Higher fees paid by Canadian airports and Canadian taxes combine with less competition among carriers to make for costlier plane tickets out of Canada. Also contributing: The traditionally weaker Canadian dollar has been holding its own against the U.S. dollar recently.

Canada's travel industry isn't happy with losing locals who'll drive across the border to fly.

"We're tremendously concerned," says Daniel-Robert Gooch of the Canadian Airports Council. "We have higher fees and taxes. All these things add up to make for a more expensive ticket."

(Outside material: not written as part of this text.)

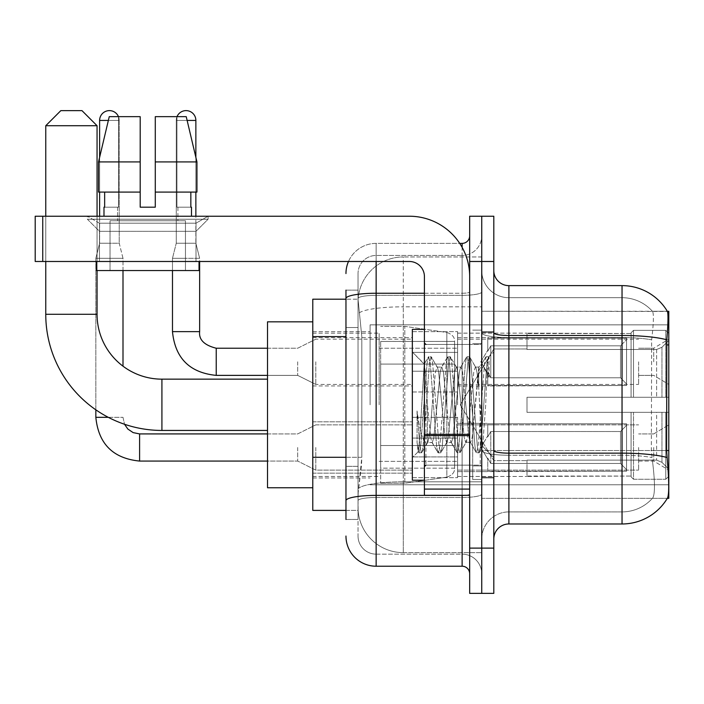 <?xml version="1.0" encoding="UTF-8"?>
<svg xmlns="http://www.w3.org/2000/svg" width="704" height="704" viewBox="0 0 704 704"><rect width="100%" height="100%" fill="white"/><g stroke="black" fill="none" stroke-linecap="round" stroke-linejoin="round"><path stroke-width="0.53" stroke-dasharray="3.52 2.64" d="M668.8 404.8L668.8 324.843L668.8 404.8M370.102 404.8L370.102 324.843L370.102 404.8M668.8 361.803L668.8 384.437L668.8 361.803M653.717 361.803L653.717 348.225L653.717 361.803M668.8 447.489L668.8 470.122L668.8 447.489M653.717 447.489L653.717 461.067L653.717 447.489M412.342 361.803L412.342 391.978L412.342 361.803M312.778 361.803L312.778 337.665L312.778 361.803M412.342 447.489L412.342 477.664L412.342 447.489M312.778 447.489L312.778 473.167L312.778 447.489M457.6 361.803L457.6 391.978L457.6 361.803M457.6 447.489L457.6 477.664L457.6 447.489M638.625 361.803L638.625 384.437L638.625 361.803M638.625 447.489L638.625 470.122L638.625 447.489M345.963 457.283L361.812 457.283L361.522 465.142L358.222 492.298L361.812 457.283L361.812 336.6L361.812 457.283L312.778 457.283L312.778 510.4L358.134 510.4L358.037 507.382A45.258 45.258 0 0 0 403.295 552.64L481.738 552.64L481.738 481.818L481.738 552.64L403.295 552.64L403.295 481.818L403.295 552.64A45.258 45.258 0 0 1 358.037 507.382L358.037 498.177L358.134 510.4L345.963 510.4M358.222 492.298L358.037 498.177L358.222 492.298M508.895 285.622L622.037 285.622L622.037 335.491A52.8 9.17 180 0 1 666.829 339.803C668.131 323.365 668.334 313.914 667.427 311.458A52.8 52.8 0 0 0 667.313 311.265L652.397 311.265L667.313 311.265A52.8 52.8 0 0 1 667.427 311.458L481.738 311.265L668.8 311.265L668.8 498.335L481.738 498.335L481.738 311.265L481.738 498.335L667.313 498.335L652.397 498.335L652.793 497.878L652.397 498.335L667.313 498.335L667.586 497.878C669.099 493.918 669.099 482.504 667.586 463.637L666.618 450.525L481.738 450.525L481.738 332.869L481.738 450.534A27.157 4.717 0 0 0 508.895 455.25L508.895 285.622A15.083 15.083 0 0 1 493.803 270.538L493.803 332.869L493.803 270.538M312.778 404.8L312.778 321.825L312.778 404.8M481.738 256.96L481.738 481.818L481.738 256.96L403.295 256.96L481.738 256.96M358.098 299.816L361.812 336.6L358.098 299.816A45.258 45.258 0 0 1 403.295 256.96A45.258 45.258 0 0 0 358.098 299.816A45.258 45.258 0 0 1 403.295 256.96L403.295 306.821L481.738 306.821L403.295 306.821L403.295 256.96M345.963 327.545L358.037 327.545L358.037 466.338L358.037 290.145L358.037 327.545L345.963 327.545L345.963 466.338L345.963 299.2L358.134 299.2L312.778 299.2L312.778 457.283M493.803 404.8L493.803 331.637L493.803 404.8M481.738 404.8L481.738 479.477L481.738 404.8M472.683 404.8L472.683 479.477L472.683 404.8M652.793 463.637C655.01 482.504 655.01 493.926 652.793 497.878A40.735 40.735 0 0 1 622.037 511.905L508.895 511.905L508.895 463.637L508.895 511.905L622.037 511.905A40.735 40.735 0 0 0 652.793 497.878C655.01 493.944 655.01 482.53 652.793 463.637L651.332 450.525L651.658 339.803C653.602 323.409 653.902 313.958 652.564 311.458A40.735 40.735 0 0 0 622.037 297.695A40.735 40.735 0 0 1 652.564 311.458C653.902 313.931 653.602 323.374 651.658 339.803L651.332 450.525L652.793 463.637M493.803 539.062L493.803 332.869L493.803 539.062A15.083 15.083 0 0 1 508.895 523.978L508.895 455.25A27.157 4.717 0 0 1 481.738 450.534L668.8 450.525M481.738 270.538L481.738 332.869L481.738 270.538A27.157 27.157 0 0 0 508.895 297.695A27.157 27.157 0 0 1 481.738 270.538A27.157 27.157 0 0 0 508.895 297.695L508.895 455.25L508.895 297.695L622.037 297.695L508.895 297.695M481.738 261.483L481.738 216.225L493.803 216.225L493.803 261.483L481.738 261.483L481.738 216.225L469.665 216.225L469.665 261.483L481.738 261.483L481.738 548.117L481.738 261.483M469.665 261.483L469.665 593.375L481.738 593.375L481.738 548.117L481.738 593.375L493.803 593.375L493.803 261.483M666.829 339.803L666.618 450.525L651.332 450.525L666.618 450.525M493.803 332.869A15.083 2.622 0 0 0 508.895 335.491L622.037 335.491L622.037 523.978A52.8 52.8 0 0 0 667.586 497.878M622.037 523.978L508.895 523.978M481.738 539.062A27.157 27.157 0 0 1 508.895 511.905A27.157 27.157 0 0 0 481.738 539.062A27.157 27.157 0 0 1 508.895 511.905M345.963 519.455L358.037 519.455L345.963 519.455L345.963 466.338L358.037 466.338L358.037 519.455L358.037 466.338L345.963 466.338M345.963 536.043A30.175 30.175 0 0 0 376.138 566.218L376.138 554.145A18.102 18.102 0 0 1 358.037 536.043L358.037 298.487L358.037 536.043A18.102 18.102 0 0 0 376.138 554.145L462.123 554.145L462.123 505.877L462.123 566.218A7.542 7.542 0 0 1 469.665 573.76L469.665 235.84L469.665 573.76M481.738 505.877L481.738 291.94L481.738 505.877M469.665 404.8L469.665 465.142L469.665 404.8M481.738 235.84L481.738 291.94L481.738 235.84A19.615 19.615 0 0 1 462.123 255.455A19.615 19.615 0 0 0 481.738 235.84A19.615 19.615 0 0 1 462.123 255.455L462.123 554.145L376.138 554.145L376.138 497.49L462.123 497.49A19.615 3.406 0 0 0 481.738 494.085A19.615 3.406 0 0 1 462.123 497.49L462.123 255.455L376.138 255.455L462.123 255.455M348.489 261.483A30.175 30.175 0 0 1 376.138 243.382L462.123 243.382A7.542 7.542 0 0 0 469.665 235.84A7.542 7.542 0 0 1 462.123 243.382L462.123 505.877L462.123 497.49L376.138 497.49L376.138 255.455L376.138 295.346L462.123 295.346A19.615 3.406 0 0 0 481.738 291.94A19.615 3.406 0 0 1 462.123 295.346L376.138 295.346L376.138 505.877L376.138 495.396L462.123 495.396A7.542 1.311 0 0 0 469.665 494.085A7.542 1.311 0 0 1 464.746 495.317M376.138 566.218L462.123 566.218M345.963 290.145L358.037 290.145L345.963 290.145L345.963 500.632A30.175 5.236 180 0 1 376.138 495.396L376.138 243.382A30.175 30.175 0 0 0 345.963 273.557A30.175 30.175 0 0 1 376.138 243.382L459.721 243.382M345.963 500.632L345.963 505.877M358.037 273.557L358.037 298.487L358.037 273.557A18.102 18.102 0 0 1 376.138 255.455A18.102 18.102 0 0 0 358.037 273.557A18.102 18.102 0 0 1 376.138 255.455M481.738 573.76A19.615 19.615 0 0 0 462.123 554.145A19.615 19.615 0 0 1 481.738 573.76A19.615 19.615 0 0 0 462.123 554.145M424.415 404.8L424.415 480.225L424.415 404.8M424.415 480.225L412.342 480.225L412.342 329.375L412.342 457.6L412.342 329.375L424.415 329.375M427.425 404.29L425.876 376.438L424.151 364.17L419.822 437.263L418.343 451.59L417.058 442.402L417.058 410.986C420.182 433.602 423.641 444.11 427.425 442.508L427.425 404.8L427.425 442.508C429.044 440.484 430.654 427.909 432.256 404.8C430.654 427.909 429.044 440.484 427.425 442.508L427.425 442.508C423.641 444.11 420.182 433.602 417.058 410.986L419.883 446.442L421.476 452.883L419.883 446.442L417.058 410.986L417.058 442.402L418.722 452.575L417.058 442.402L418.106 451.519L419.082 452.883L418.106 451.519L419.822 437.263L424.151 364.17L428.305 357.025L427.064 363.158L420.684 446.442L419.082 452.883L421.846 452.575L419.082 452.883L420.684 446.442L427.064 363.158L428.666 356.717L424.151 364.17L412.342 352L424.415 364.074L425.876 376.438L427.425 404.29M446.626 404.8L443.432 372.134L441.839 367.083L441.373 367.479L440.238 372.134L433.849 437.466L432.256 442.517L431.798 442.121L430.663 437.466L427.469 404.8L430.663 437.466L431.798 442.121L437.879 452.575L436.647 446.442L430.258 363.158L428.666 356.717L431.059 356.717L429.466 363.158L423.078 446.442L421.846 452.575L427.926 442.121L432.256 442.517L437.879 452.575L436.647 446.442L430.258 363.158L428.666 356.717L431.059 356.717L429.466 363.158L423.078 446.442L421.846 452.575L427.469 442.517L432.256 442.517L433.849 437.466L440.238 372.134L441.373 367.479L447.462 357.025L446.23 363.158L439.842 446.442L437.879 452.575L440.642 452.883L439.041 446.442L432.652 363.158L431.059 356.717L437.501 367.479L437.043 367.083L435.45 372.134L432.256 404.8L435.45 372.134L437.043 367.083L441.839 367.083L447.462 357.025L446.23 363.158L439.842 446.442L438.24 452.883L440.642 452.883L439.041 446.442L432.652 363.158L431.42 357.025L437.043 367.083L441.839 367.083L443.432 372.134L449.821 437.466L450.956 442.121L449.821 437.466L446.626 404.8M441.839 404.8L438.645 372.134L437.501 367.479L438.645 372.134L445.025 437.466L446.626 442.517L445.025 437.466L441.839 404.8M465.784 404.8L462.59 372.134L460.997 367.083L460.539 367.479L459.395 372.134L453.015 437.466L451.414 442.517L450.956 442.121L457.037 452.575L455.805 446.442L449.416 363.158L447.462 357.025L450.217 356.717L448.624 363.158L442.235 446.442L440.642 452.883L447.084 442.121L451.414 442.517L457.037 452.575L455.805 446.442L449.416 363.158L447.823 356.717L450.217 356.717L448.624 363.158L442.235 446.442L441.003 452.575L446.626 442.517L451.414 442.517L453.015 437.466L459.395 372.134L460.539 367.479L466.62 357.025L465.388 363.158L458.999 446.442L457.406 452.883L457.037 452.575L459.8 452.883L458.198 446.442L451.818 363.158L450.217 356.717L456.667 367.479L456.201 367.083L454.608 372.134L448.219 437.466L447.084 442.121L448.219 437.466L454.608 372.134L456.201 367.083L460.997 367.083L466.62 357.025L465.388 363.158L458.999 446.442L457.406 452.883L459.8 452.883L458.198 446.442L451.818 363.158L450.578 357.025L456.201 367.083L460.997 367.083L462.59 372.134L468.978 437.466L470.114 442.121L468.978 437.466L465.784 404.8M460.997 404.8L457.802 372.134L456.667 367.479L457.802 372.134L464.191 437.466L465.784 442.517L464.191 437.466L460.997 404.8M478.72 371.096L478.72 387.64L476.96 372.134L475.825 367.479L475.367 367.083L473.766 372.134L467.377 437.466L465.784 442.517L470.571 442.517L476.194 452.575L474.962 446.442L468.582 363.158L466.981 356.717L469.374 356.717L467.782 363.158L461.393 446.442L459.8 452.883L466.242 442.121L470.571 442.517L476.194 452.575L474.962 446.442L468.582 363.158L466.981 356.717L469.374 356.717L467.782 363.158L461.393 446.442L460.161 452.575L466.242 442.121L467.377 437.466L473.766 372.134L475.367 367.083L478.72 367.083L478.72 387.64L481.193 433.629L482.662 446.459L485.698 404.8C486.86 372.715 487.986 356.937 489.086 357.447L489.086 377.652L482.108 363.695L478.72 371.096L472.173 437.466L470.571 442.517L472.173 437.466L478.72 367.083L482.108 363.695L478.72 371.096M488.734 357.069L489.086 357.447L488.532 356.717L486.939 363.158L480.55 446.442L478.958 452.883L477.356 446.442L470.976 363.158L469.374 356.717L475.825 367.479L475.367 367.083L478.72 367.083L482.108 363.695L489.086 377.652L487.74 363.158L486.138 356.717L484.546 363.158L478.157 446.442L476.564 452.883L476.194 452.575L478.958 452.883L477.356 446.442L470.976 363.158L469.735 357.025L475.825 367.479L476.96 372.134L478.72 387.64L481.193 433.629L482.662 446.459L485.698 404.8C486.86 372.715 487.986 356.937 489.086 357.447L489.086 377.652L487.74 363.158L486.138 356.717L484.546 363.158L478.157 446.442L476.564 452.883L479.318 452.575L480.55 446.442L486.939 363.158L488.532 356.717L489.086 357.447L488.734 357.069L493.803 352L488.743 357.069M99.466 223.194L87.393 216.225L208.085 216.225L87.393 216.225L87.393 219.243L208.085 219.243L87.393 219.243L208.085 219.243L87.393 219.243L99.466 231.317L99.466 261.483L196.011 261.483L99.466 261.483L196.011 261.483L99.466 261.483L196.011 261.483L99.466 261.483L196.011 261.483L99.466 261.483L99.466 223.194L196.011 223.194L208.085 216.225L87.393 216.225L208.085 216.225L208.085 219.243L196.011 231.317L99.466 231.317L196.011 231.317L196.011 261.483L196.011 223.194L99.466 223.194L87.393 216.225L208.085 216.225L87.393 216.225L87.393 219.243L99.466 231.317L99.466 261.483L99.466 223.194L196.011 223.194L208.085 216.225L87.393 216.225L208.085 216.225L208.085 219.243L196.011 231.317L99.466 231.317L196.011 231.317L196.011 261.483L196.011 223.194L99.466 223.194M424.415 495.317L469.665 495.317L424.415 495.317L424.415 489.078L424.415 495.317L469.665 495.317L469.665 276.575A60.342 60.342 0 0 0 409.323 216.225L35.2 216.225L42.742 216.225L35.2 216.225L35.2 261.483L35.2 216.225L35.2 261.483L409.323 261.483A15.083 15.083 0 0 1 424.415 276.575L424.415 495.317M424.415 435.618L469.665 435.618L424.415 435.618L469.665 435.618L469.665 276.575A60.342 60.342 0 0 0 409.323 216.225L42.742 216.225L42.742 261.483L409.323 261.483A15.083 15.083 0 0 1 424.415 276.575L424.415 434.315L469.665 434.315L469.665 495.317L469.665 276.575A60.342 60.342 0 0 0 409.323 216.225L42.742 216.225L42.742 261.483L35.2 261.483L409.323 261.483A15.083 15.083 0 0 1 424.415 276.575L424.415 434.315L469.665 434.315L469.665 276.575M185.451 220.757L185.451 270.538L110.026 270.538L185.451 270.538L110.026 270.538L185.451 270.538L185.451 220.757L110.026 220.757L110.026 270.538L110.026 220.757L185.451 220.757M155.285 161.92L155.285 192.095L190.837 192.095L190.837 207.178L191.488 207.178L190.837 207.178L190.837 192.095L155.285 192.095L155.285 207.178L140.193 207.178L155.285 207.178L155.285 116.662L186.234 116.662L155.285 116.662L155.285 192.095L155.285 161.92L196.944 161.92L155.285 161.92L196.944 161.92L196.944 192.095L155.285 192.095L196.944 192.095L190.837 192.095L196.944 192.095L196.944 161.92L186.234 116.662L155.285 116.662L155.285 207.178L155.285 192.095L190.837 192.095L155.285 192.095L155.285 207.178L140.193 207.178L140.193 192.095L98.534 192.095L104.65 192.095L104.65 207.178L103.99 207.178L104.65 207.178L104.65 192.095L140.193 192.095L98.534 192.095L140.193 192.095L104.65 192.095L140.193 192.095L140.193 161.92L98.534 161.92L140.193 161.92L140.193 207.178L140.193 116.662L140.193 161.92L140.193 116.662L109.252 116.662L140.193 116.662L118.527 116.662L118.527 207.178L118.527 116.662L140.193 116.662L140.193 207.178L140.193 192.095L140.193 207.178L155.285 207.178L155.285 116.662L176.95 116.662L176.95 207.178L177.91 207.178L176.95 207.178L176.95 116.662L186.234 116.662L195.862 157.326L195.862 192.095M177.91 207.178L177.91 220.757L117.568 220.757L177.91 220.757L117.568 220.757L177.91 220.757L177.91 207.178L176.95 207.178L190.837 207.178L177.91 207.178M117.568 207.178L117.568 220.757L117.568 207.178L118.527 207.178L104.65 207.178L118.527 207.178L118.527 116.662L109.252 116.662L140.193 116.662L140.193 161.92L140.193 116.662L109.252 116.662L98.534 161.92L98.534 192.095L98.534 161.92L98.534 192.095L140.193 192.095L140.193 116.662L109.252 116.662L118.527 116.662L118.527 207.178L117.568 207.178M103.99 207.178L103.99 216.225L191.488 216.225L103.99 216.225M191.488 207.178L191.488 216.225M199.03 261.483L96.448 261.483L96.448 270.538L199.03 270.538L96.448 270.538L199.03 270.538L199.03 261.483L96.448 261.483M99.616 192.095L99.616 157.326L109.252 116.662M312.778 487.775L267.52 487.775L267.52 321.825L267.52 487.775L267.52 379.157L161.92 379.157L161.92 430.443A116.16 116.16 0 0 1 45.76 314.283L45.76 125.717L97.055 125.717L45.76 125.717L97.055 125.717L81.963 110.625L60.843 110.625L81.963 110.625L60.843 110.625L45.76 125.717M161.92 379.157A64.865 64.865 0 0 1 97.055 314.283L97.055 125.717M526.997 397.258L526.997 404.8L526.997 397.258L656.621 397.258L526.997 397.258L631.083 397.258L631.083 332.781L631.083 397.258L633.503 397.258L633.503 330.352L633.503 397.258L526.997 397.258L526.997 412.342L631.083 412.342L631.083 476.062L631.083 412.342L526.997 412.342L526.997 397.258L526.997 412.342L526.997 397.258L668.8 397.258L668.8 333.388L668.8 397.258L665.782 397.258L665.782 330.352L665.782 397.258L633.503 397.258L668.8 397.258L668.8 340.375L668.8 397.258L526.997 397.258L631.083 397.258L631.083 332.781L631.083 333.538L526.997 333.142L631.083 333.538L631.083 397.258L631.083 332.781L633.503 330.352L631.083 332.781L631.083 397.258L633.503 397.258L633.503 330.352L665.782 330.352L633.503 330.352L633.503 397.258L526.997 397.258L526.997 412.342L668.8 412.342L668.8 476.212L668.8 412.342L665.782 412.342L665.782 479.248L668.8 476.212L665.782 479.248L665.782 412.342L633.503 412.342L633.503 479.248L665.782 479.248L633.503 479.248L633.503 412.342L631.083 412.342L631.083 476.819L633.503 479.248L631.083 476.819L631.083 412.342L668.8 412.342L668.8 476.212L668.8 469.225L661.954 462.334L656.621 460.108L661.954 462.334L668.8 469.225L668.8 412.342L526.997 412.342L631.083 412.342L631.083 476.062L526.997 476.458L631.083 476.062L631.083 412.342L526.997 412.342L526.997 397.258M526.997 349.492L656.621 349.492L526.997 349.492L526.997 333.538L526.997 349.492L656.621 349.492L661.954 347.266L668.8 340.375L668.8 333.388L665.782 330.352L668.8 333.388L668.8 340.375L661.954 347.266L656.621 349.492L526.997 349.492L526.997 333.142L631.083 333.538L631.083 332.781L631.083 333.538L526.997 333.538L526.997 349.492M457.6 404.8L457.6 333.142L457.6 404.8M379.157 404.8L379.157 333.142L379.157 404.8M526.997 460.108L656.621 460.108L526.997 460.108L526.997 476.062L526.997 460.108L656.621 460.108L661.954 462.334L656.621 460.108L526.997 460.108L526.997 476.458L631.083 476.062L526.997 476.062L526.997 460.108M380.662 364.065L380.662 483.243L380.662 445.535L454.582 445.535L454.582 468.16L454.582 341.44L454.582 364.074L380.662 364.065L380.662 468.16L380.662 445.535L454.582 445.535L454.582 468.16L454.582 341.44L454.582 364.074L380.662 364.065L380.662 483.243L380.662 445.535L454.582 445.526L454.582 468.178L380.662 468.16L380.662 445.535L404.8 445.535L404.8 483.243L404.8 326.357L404.8 364.065L380.662 364.065L380.662 341.44L380.662 468.16L454.582 468.178C454.819 472.305 452.241 475.288 446.838 477.136L446.838 445.535L454.582 445.535L454.582 468.178C454.819 472.305 452.241 475.288 446.838 477.136L446.838 445.535L404.8 445.535L404.8 483.243L404.8 326.357L404.8 364.065L446.838 364.065L446.838 332.464L446.838 477.136L404.8 483.243L380.662 483.243L404.8 483.243L446.838 477.136L446.838 332.464C452.241 334.312 454.819 337.295 454.582 341.422L380.662 341.44L454.582 341.44L454.582 364.065L380.662 364.065M97.055 270.538L97.055 216.225M45.76 261.483L45.76 216.225M631.083 412.342L631.083 476.819L633.503 479.248L665.782 479.248L668.8 476.212L668.8 412.342L668.8 476.212L665.782 479.248L665.782 412.342L665.782 479.248L633.503 479.248L633.503 412.342L633.503 479.248L631.083 476.819L631.083 412.342L633.503 412.342L631.083 412.342M631.083 476.062L631.083 476.819L631.083 476.062M633.503 330.352L631.083 332.781L633.503 330.352L665.782 330.352L665.782 397.258L665.782 330.352L633.503 330.352M665.782 412.342L633.503 412.342L665.782 412.342M633.503 397.258L665.782 397.258L633.503 397.258M665.782 397.258L668.8 397.258L668.8 333.388L668.8 397.258L665.782 397.258M668.8 333.388L665.782 330.352L668.8 333.388L668.8 397.258L668.8 333.388M668.8 412.342L668.8 476.212L668.8 469.225L661.954 462.334L668.8 469.225L668.8 412.342L661.954 412.342L668.8 412.342M661.954 347.266L668.8 340.375L661.954 347.266L656.621 349.492L661.954 347.266L661.954 397.258L668.8 397.258L656.621 397.258L661.954 397.258L661.954 347.266M656.621 412.342L526.997 412.342L526.997 404.8L526.997 412.342L656.621 412.342L656.621 460.108L656.621 412.342M267.52 379.157L267.52 321.825L312.778 321.825M454.582 364.065L446.838 364.065L446.838 332.464L404.8 326.357L380.662 326.357L404.8 326.357L446.838 332.464C452.241 334.312 454.819 337.295 454.582 341.422L454.582 364.065M118.474 116.662A9.803 9.803 0 0 1 119.231 120.437L99.616 120.437A9.803 9.803 0 0 1 109.419 110.625A9.803 9.803 0 0 1 119.231 120.437L119.231 243.232L99.616 243.232L119.231 243.232L122.998 258.315L95.841 258.315L122.998 258.315L122.998 366.177M626.56 447.489L626.56 471.205L487.775 471.205L626.56 471.205L626.56 469.665L620.523 463.461L620.523 447.489L620.523 463.461L626.56 469.665L626.56 471.205L487.775 471.627L487.775 458.146L490.785 463.461L620.523 463.461L490.785 463.461L490.785 431.526L487.775 436.841L490.785 431.526L620.523 431.526L490.785 431.526L487.775 436.841L487.775 423.782L626.56 423.782L626.56 471.205L626.56 425.322L620.523 431.526L626.56 425.322L626.56 469.665L620.523 463.461L620.523 431.526L620.523 463.461L626.56 469.665L626.56 471.205L626.56 447.489L626.56 471.205L487.775 471.627L487.775 458.146L487.775 471.205L487.775 458.146L487.775 459.07L487.775 458.146L490.785 463.461L487.775 458.146L487.775 459.07L487.775 458.146L490.785 463.461L490.785 431.526L620.523 431.526L490.785 431.526L490.785 447.489L490.785 431.526L487.775 436.841L487.775 423.359L487.775 436.841L487.775 423.782L626.56 423.782L626.56 425.322L620.523 431.526L626.56 425.322L626.56 469.665L626.56 423.782L626.56 447.489L626.56 423.782L487.775 423.782L626.56 423.782L626.56 447.489M315.797 447.489L315.797 470.122L315.797 447.489M297.695 447.489L297.695 461.067L297.695 447.489M108.284 417.322L122.998 417.322L95.841 417.322L122.998 417.322L95.841 417.322L95.841 258.315L109.419 258.315L95.841 258.315L95.841 409.825M99.616 120.437L119.231 120.437L99.616 120.437L99.616 243.232L109.419 243.232L99.616 243.232L95.841 258.315L99.616 243.232L99.616 216.225M457.6 456.914L457.6 417.322L457.6 477.664L457.6 456.914L412.342 456.914L457.6 456.914L457.6 438.073L412.342 438.073L412.342 417.322L412.342 438.073L457.6 438.073L457.6 477.664L457.6 456.914L412.342 456.914L412.342 477.664L412.342 456.914L457.6 456.914M412.342 438.073L412.342 477.664L412.342 417.322L412.342 438.073L457.6 438.073L412.342 438.073L412.342 456.914L412.342 438.073M490.785 463.461L620.523 463.461L490.785 463.461L490.785 447.489L490.785 463.461M122.998 270.538L122.998 258.315L119.231 243.232L119.231 120.437L108.354 120.437M620.523 447.489L620.523 431.526L620.523 447.489M177.003 116.662A9.803 9.803 0 0 0 176.255 120.437L195.862 120.437A9.803 9.803 0 0 0 186.058 110.625A9.803 9.803 0 0 0 176.255 120.437A9.803 9.803 0 0 1 186.058 110.625A9.803 9.803 0 0 1 195.862 120.437L195.862 243.232L176.255 243.232L195.862 243.232L176.255 243.232L195.862 243.232L199.637 258.315L172.48 258.315L199.637 258.315L172.48 258.315L199.637 258.315L199.637 331.637L199.637 261.483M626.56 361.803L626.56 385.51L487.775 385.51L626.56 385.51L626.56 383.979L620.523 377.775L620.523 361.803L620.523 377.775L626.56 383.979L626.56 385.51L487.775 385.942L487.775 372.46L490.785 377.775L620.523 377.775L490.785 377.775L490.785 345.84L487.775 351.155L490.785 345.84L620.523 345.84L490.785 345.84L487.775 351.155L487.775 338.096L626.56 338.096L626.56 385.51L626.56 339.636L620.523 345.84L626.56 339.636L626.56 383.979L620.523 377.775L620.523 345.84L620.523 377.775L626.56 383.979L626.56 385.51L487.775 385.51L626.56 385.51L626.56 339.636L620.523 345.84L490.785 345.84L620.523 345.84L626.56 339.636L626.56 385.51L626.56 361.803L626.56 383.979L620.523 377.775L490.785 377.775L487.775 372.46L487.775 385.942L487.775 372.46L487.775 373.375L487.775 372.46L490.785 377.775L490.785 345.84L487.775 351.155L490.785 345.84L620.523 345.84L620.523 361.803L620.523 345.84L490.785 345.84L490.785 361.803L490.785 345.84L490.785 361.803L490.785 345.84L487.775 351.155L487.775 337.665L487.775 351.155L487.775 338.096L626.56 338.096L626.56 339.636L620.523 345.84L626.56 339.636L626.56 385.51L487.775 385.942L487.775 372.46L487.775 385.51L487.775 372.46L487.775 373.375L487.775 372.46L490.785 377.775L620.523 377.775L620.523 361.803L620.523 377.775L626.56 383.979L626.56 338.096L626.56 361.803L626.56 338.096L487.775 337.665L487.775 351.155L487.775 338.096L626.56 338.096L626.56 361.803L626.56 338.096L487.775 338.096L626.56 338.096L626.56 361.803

Jay Udow always checks how much it will cost him to fly to the U.S. from his local airport in Toronto. But he frequently winds up driving to Buffalo to head to cities in other parts of the U.S.

Even though Buffalo offers fewer non-stop flights to fewer destinations than he can get in Toronto, Udow says, he checks.

"And then I make a call based on price and convenience as to which way I should do it," he says. "But 50% of the time, I end up choosing Buffalo over Toronto."

Making a trip 'affordable'

It's an open secret in many Canadian cities that crossing the border to fly can be cheaper, says Udow, who does marketing and product development in the toy industry and travels from Buffalo for both business and vacations.

But Udow says he also drives the roughly 60 miles to and from Buffalo to take advantage of a smaller airport that he finds easy to get through. And he says he prefers to avoid the lengthy airport screening that comes with flying from Canada to the United States.

"There's much less hassle and aggravation," he says.

Brandon Smith, 29, also often drives from his Toronto home to Buffalo to fly to such cities as Fort Lauderdale or Las Vegas.

Smith, a trustee in bankruptcy cases, says those Buffalo-based flights have saved him thousands of dollars the past five years.

"At the very least, it made a trip affordable where I wouldn't have taken the trip had that option not been available," he says.